**Exercise data**

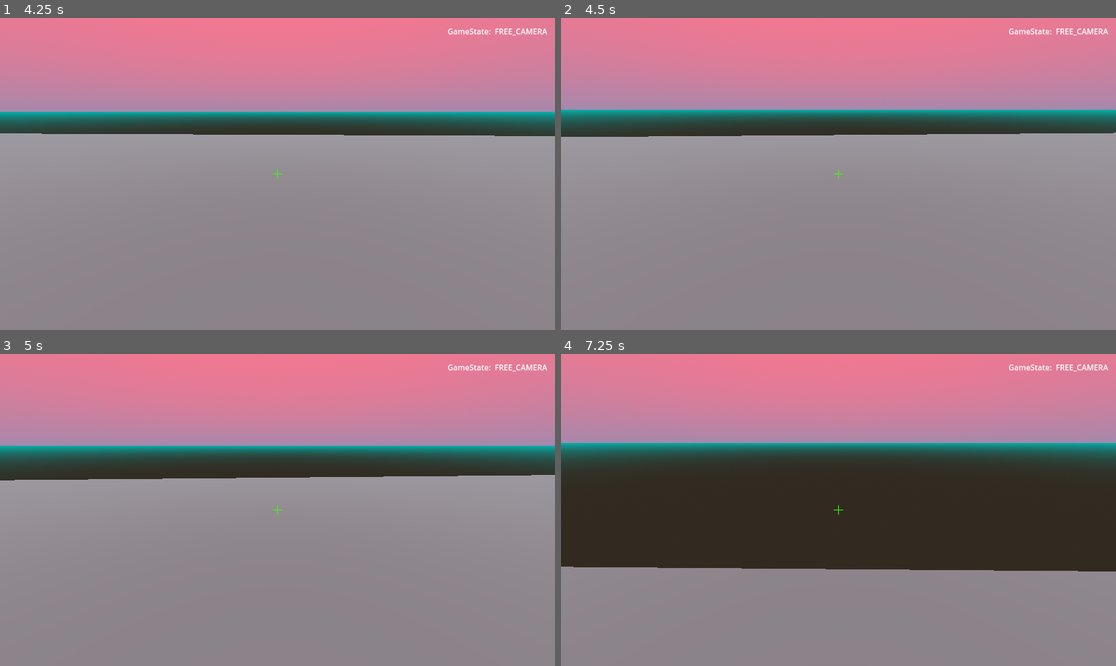
Above: before the commit, frames 1-4 (two rows, left to right).
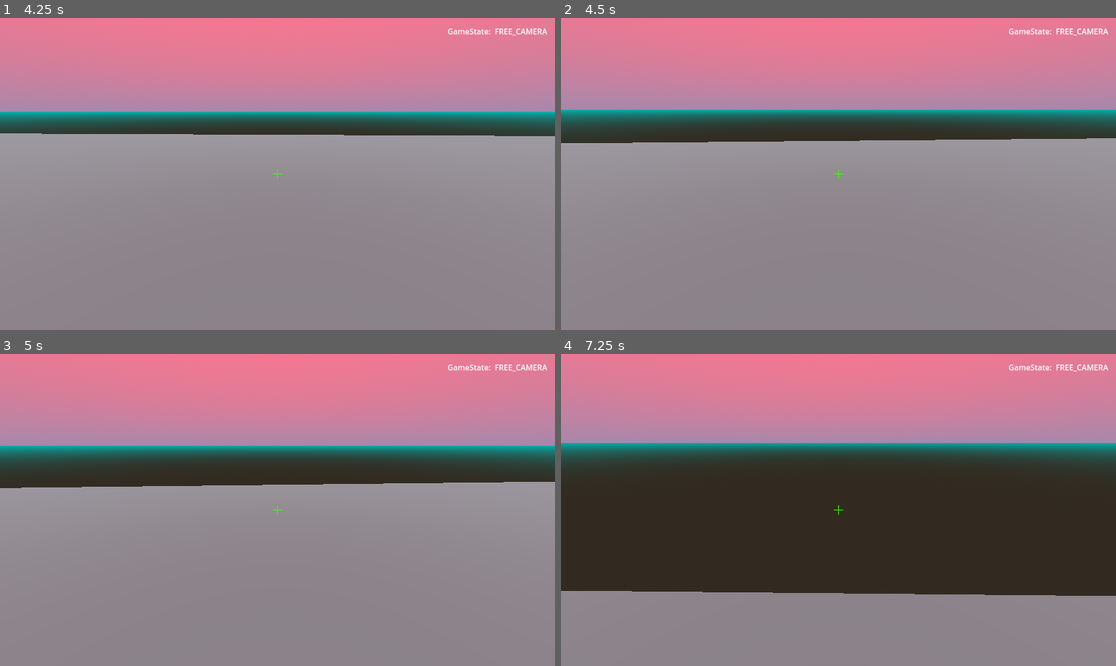
Above: after the commit, the same moments.

Repository: tehelka-gamedev/gmtk-2024
Game: Godot game, scene res://main/main_test_tehelka.tscn
Two runs of this game, one before a commit and one after it. Both use one fixed random seed, a clock stepped at 60 frames per second and the inputs below. This scene is started directly instead of the project's main scene.
Inputs (mouse positions are in pixels of both pictures, inside the frame that each line leads up to):
- Up to frame 1 (4.25 s): move the mouse to (271, 180) at 0.52 s; hold Right mouse button (allow_object_rotation, bound only after… 0.53-1.28 s; hold W (move_forward) 0.53-2.78 s; click (271, 180) at 0.67 s; move the mouse to (316, 177) at 1.27 s; click (316, 177) at 1.35 s; right-click (316, 177) at 1.55 s; move the mouse to (233, 170) at 2.02 s; hold Right mouse button (allow_object_rotation, bound only after… 2.03-2.78 s; click (233, 170) at 2.17 s; move the mouse to (283, 174) at 2.77 s; hold A (move_left) 2.78-3.53 s; right-click (283, 174) at 2.85 s; click (283, 174) at 2.92 s; tap Enter at 3.5 s; move the mouse to (255, 167) at 3.52 s; press the mouse at (255, 167) at 3.53 s; hold W (move_forward) from 3.53 s (still down); right-click (255, 167) at 3.8 s
- Up to frame 2 (4.5 s): keep holding W (move_forward); tap Space at 4.25 s; move the mouse to (866, 174) at 4.27 s; release the mouse at (866, 174) at 4.28 s; right-click (866, 174) at 4.35 s; click (866, 174) at 4.42 s
- Up to frame 3 (5 s): keep holding W (move_forward)
- Up to frame 4 (7.25 s): move the mouse to (810, 510) at 5.02 s; hold Right mouse button (allow_object_rotation, bound only after… 5.03-5.78 s; click (810, 510) at 5.17 s; move the mouse to (849, 503) at 5.77 s; release W (move_forward) at 5.78 s; hold D (move_right) 5.78-6.53 s; click (849, 503) at 5.85 s; right-click (849, 503) at 6.05 s; move the mouse to (832, 516) at 6.52 s; hold W (move_forward) from 6.53 s (still down); hold Right mouse button (allow_object_rotation, bound only after… from 6.53 s (still down); click (832, 516) at 6.67 s

Frame 1 is identical in both runs. In frame 2, 1.9% of the frame differs, in the area x 0-100%, y 36-41%; in frame 3, 2.3%; in frame 4, 7.7%, in the area x 0-100%, y 68-78%.

Commit message:
add a rotating object mode and fix camera movement related to that. Clear unused inputs

Diff:
--- a/godot/camera/player_camera.gd
+++ b/godot/camera/player_camera.gd
@@ -23,7 +23,9 @@
 	if Input.mouse_mode != Input.MOUSE_MODE_CAPTURED:
 		return
 
-	if GameState.current_game_state != Enum.GameState.FREE_CAMERA:
+	var can_move:bool = (GameState.current_game_state == Enum.GameState.FREE_CAMERA
+		or GameState.current_game_state == Enum.GameState.OBJECT_SELECTED)
+	if not can_move:
 		return
 
 	var horizontal_input_vector: Vector2 = Input.get_vector(
@@ -41,6 +43,8 @@
 	)
 
 	position += translation_speed * delta * motion_vector
+
+
 
 
 func _input(event: InputEvent) -> void:
@@ -86,8 +90,17 @@
 	if Input.mouse_mode != Input.MOUSE_MODE_CAPTURED:
 		return
 
-	if GameState.current_game_state != Enum.GameState.FREE_CAMERA:
+	# Can rotate only if in free camera or in object selected
+	var can_rotate:bool = (GameState.current_game_state == Enum.GameState.FREE_CAMERA
+		or GameState.current_game_state == Enum.GameState.OBJECT_SELECTED)
+
+	if not can_rotate:
 		return
+
+	if event is InputEventMouseButton:
+		var mouse_event := event as InputEventMouseButton
+		if mouse_event.button_index == MOUSE_BUTTON_RIGHT and not mouse_event.pressed:
+			return
 
 	var window: Window = get_viewport() as Window
 	var scale_factor: float = min(
--- a/godot/enum.gd
+++ b/godot/enum.gd
@@ -4,4 +4,5 @@
 enum GameState {
 	FREE_CAMERA,
 	OBJECT_SELECTED,
+	ROTATING_OBJECT,
 }
--- a/godot/game_object/game_object.gd
+++ b/godot/game_object/game_object.gd
@@ -33,11 +33,15 @@
 	pass
 
 
+
 func _input(event: InputEvent) -> void:
 	if not selected:
 		return
 
-	if event is InputEventMouseMotion and Input.get_mouse_mode() == Input.MOUSE_MODE_CAPTURED:
+	if (Input.is_action_pressed("allow_object_rotation")
+		and event is InputEventMouseMotion
+		and Input.get_mouse_mode() == Input.MOUSE_MODE_CAPTURED
+	):
 		rotate_x(deg_to_rad(event.relative.y * mouse_sensitivity))
 		rotate_y(deg_to_rad(event.relative.x * mouse_sensitivity))
 
@@ -47,53 +51,12 @@
 		#position += Vector3(event.relative.x, event.relative.y, 0)
 	pass
 
-
-func _physics_process(delta: float) -> void:
-	if not selected:
-		return
-
-	return
-
-	var rot:Vector3 = Vector3.ZERO
-	var rotY:Vector3 = Vector3.ZERO
-	var rotZ:Vector3 = Vector3.ZERO
-
-	const ROT_AMOUNT:int = 5
-
-	if Input.is_action_pressed("rotate_object_X+"):
-		rot = Vector3.RIGHT
-	if Input.is_action_pressed("rotate_object_X-"):
-		rot = Vector3.LEFT
-
-	if Input.is_action_pressed("rotate_object_Y+"):
-		rotY = Vector3.UP
-	if Input.is_action_pressed("rotate_object_Y-"):
-		rotY = Vector3.DOWN
-
-	if Input.is_action_pressed("rotate_object_Z+"):
-		rotZ = Vector3.FORWARD
-	if Input.is_action_pressed("rotate_object_Z-"):
-		rotZ = Vector3.BACK
-
-
-
-	if rot != Vector3.ZERO:
-		global_rotate(rot, ROT_AMOUNT*delta)
-
-	if rotY != Vector3.ZERO:
-		global_rotate(rotY, ROT_AMOUNT*delta)
-
-	if rotZ != Vector3.ZERO:
-		global_rotate(rotZ, ROT_AMOUNT*delta)
-
-
 func _on_input_event(camera:Node, event:InputEvent, event_position:Vector3, normal:Vector3, shapeidx:int) -> void:
 	if not selected:
 		return
 
 	if event is not InputEventMouseButton:
 		return
-	print("ok")
 
 	if event.button_index == MOUSE_BUTTON_LEFT and event.pressed:
 		print("pressed")
--- a/godot/main/main.gd
+++ b/godot/main/main.gd
@@ -27,6 +27,13 @@
 		if current_selected_object != null:
 				_unselect_current_object()
 
+	if GameState.current_game_state == Enum.GameState.OBJECT_SELECTED:
+		if Input.is_action_pressed("allow_object_rotation"):
+			GameState.current_game_state = Enum.GameState.ROTATING_OBJECT
+	elif GameState.current_game_state == Enum.GameState.ROTATING_OBJECT:
+		if not Input.is_action_pressed("allow_object_rotation"):
+			GameState.current_game_state = Enum.GameState.OBJECT_SELECTED
+
 func _unselect_current_object() -> void:
 	assert (current_selected_object!=null, "Trying to unselect an object but none is selected, something is wrong!")
 
--- a/godot/project.godot
+++ b/godot/project.godot
@@ -49,6 +49,7 @@
 move_up={
 "deadzone": 0.5,
 "events": [null, Object(InputEventKey,"resource_local_to_scene":false,"resource_name":"","device":-1,"window_id":0,"alt …(198 unchanged characters)…
+, Object(InputEventKey,"resource_local_to_scene":false,"resource_name":"","device":-1,"window_id":0,"alt_pressed":false,"shift_pressed":false,"ctrl_pressed":false,"meta_pressed":false,"pressed":false,"keycode":0,"physical_keycode":32,"key_label":0,"unicode":32,"location":0,"echo":false,"script":null)
 ]
 }
 move_down={
@@ -71,44 +72,19 @@
 "events": [Object(InputEventMouseButton,"resource_local_to_scene":false,"resource_name":"","device":-1,"window_id":0,"a …(253 unchanged characters)…
 ]
 }
-rotate_object_Y+={
-"deadzone": 0.5,
-"events": [Object(InputEventKey,"resource_local_to_scene":false,"resource_name":"","device":-1,"window_id":0,"alt_pressed":false,"shift_pressed":false,"ctrl_pressed":false,"meta_pressed":false,"pressed":false,"keycode":0,"physical_keycode":65,"key_label":0,"unicode":113,"location":0,"echo":false,"script":null)
-]
-}
 move_right={
 "deadzone": 0.5,
 "events": [Object(InputEventKey,"resource_local_to_scene":false,"resource_name":"","device":-1,"window_id":0,"alt_press …(192 unchanged characters)…
 ]
 }
-rotate_object_Y-={
-"deadzone": 0.5,
-"events": [Object(InputEventKey,"resource_local_to_scene":false,"resource_name":"","device":-1,"window_id":0,"alt_pressed":false,"shift_pressed":false,"ctrl_pressed":false,"meta_pressed":false,"pressed":false,"keycode":0,"physical_keycode":68,"key_label":0,"unicode":100,"location":0,"echo":false,"script":null)
-]
-}
-rotate_object_X+={
-"deadzone": 0.5,
-"events": [Object(InputEventKey,"resource_local_to_scene":false,"resource_name":"","device":-1,"window_id":0,"alt_pressed":false,"shift_pressed":false,"ctrl_pressed":false,"meta_pressed":false,"pressed":false,"keycode":0,"physical_keycode":83,"key_label":0,"unicode":115,"location":0,"echo":false,"script":null)
-]
-}
-rotate_object_X-={
-"deadzone": 0.5,
-"events": [Object(InputEventKey,"resource_local_to_scene":false,"resource_name":"","device":-1,"window_id":0,"alt_pressed":false,"shift_pressed":false,"ctrl_pressed":false,"meta_pressed":false,"pressed":false,"keycode":0,"physical_keycode":87,"key_label":0,"unicode":122,"location":0,"echo":false,"script":null)
-]
-}
-rotate_object_Z+={
-"deadzone": 0.5,
-"events": [Object(InputEventKey,"resource_local_to_scene":false,"resource_name":"","device":-1,"window_id":0,"alt_pressed":false,"shift_pressed":false,"ctrl_pressed":false,"meta_pressed":false,"pressed":false,"keycode":0,"physical_keycode":81,"key_label":0,"unicode":97,"location":0,"echo":false,"script":null)
-]
-}
-rotate_object_Z-={
-"deadzone": 0.5,
-"events": [Object(InputEventKey,"resource_local_to_scene":false,"resource_name":"","device":-1,"window_id":0,"alt_pressed":false,"shift_pressed":false,"ctrl_pressed":false,"meta_pressed":false,"pressed":false,"keycode":0,"physical_keycode":69,"key_label":0,"unicode":101,"location":0,"echo":false,"script":null)
-]
-}
 debug_menu={
 "deadzone": 0.5,
 "events": [Object(InputEventKey,"resource_local_to_scene":false,"resource_name":"","device":-1,"window_id":0,"alt_press …(192 unchanged characters)…
+]
+}
+allow_object_rotation={
+"deadzone": 0.5,
+"events": [Object(InputEventMouseButton,"resource_local_to_scene":false,"resource_name":"","device":-1,"window_id":0,"alt_pressed":false,"shift_pressed":false,"ctrl_pressed":false,"meta_pressed":false,"button_mask":2,"position":Vector2(167, 16),"global_position":Vector2(176, 62),"factor":1.0,"button_index":2,"canceled":false,"pressed":true,"double_click":false,"script":null)
 ]
 }

**Work order**
Each line in the entries above that includes the word "float" counts once; state the total and nothing else.

**Result of this exercise**
2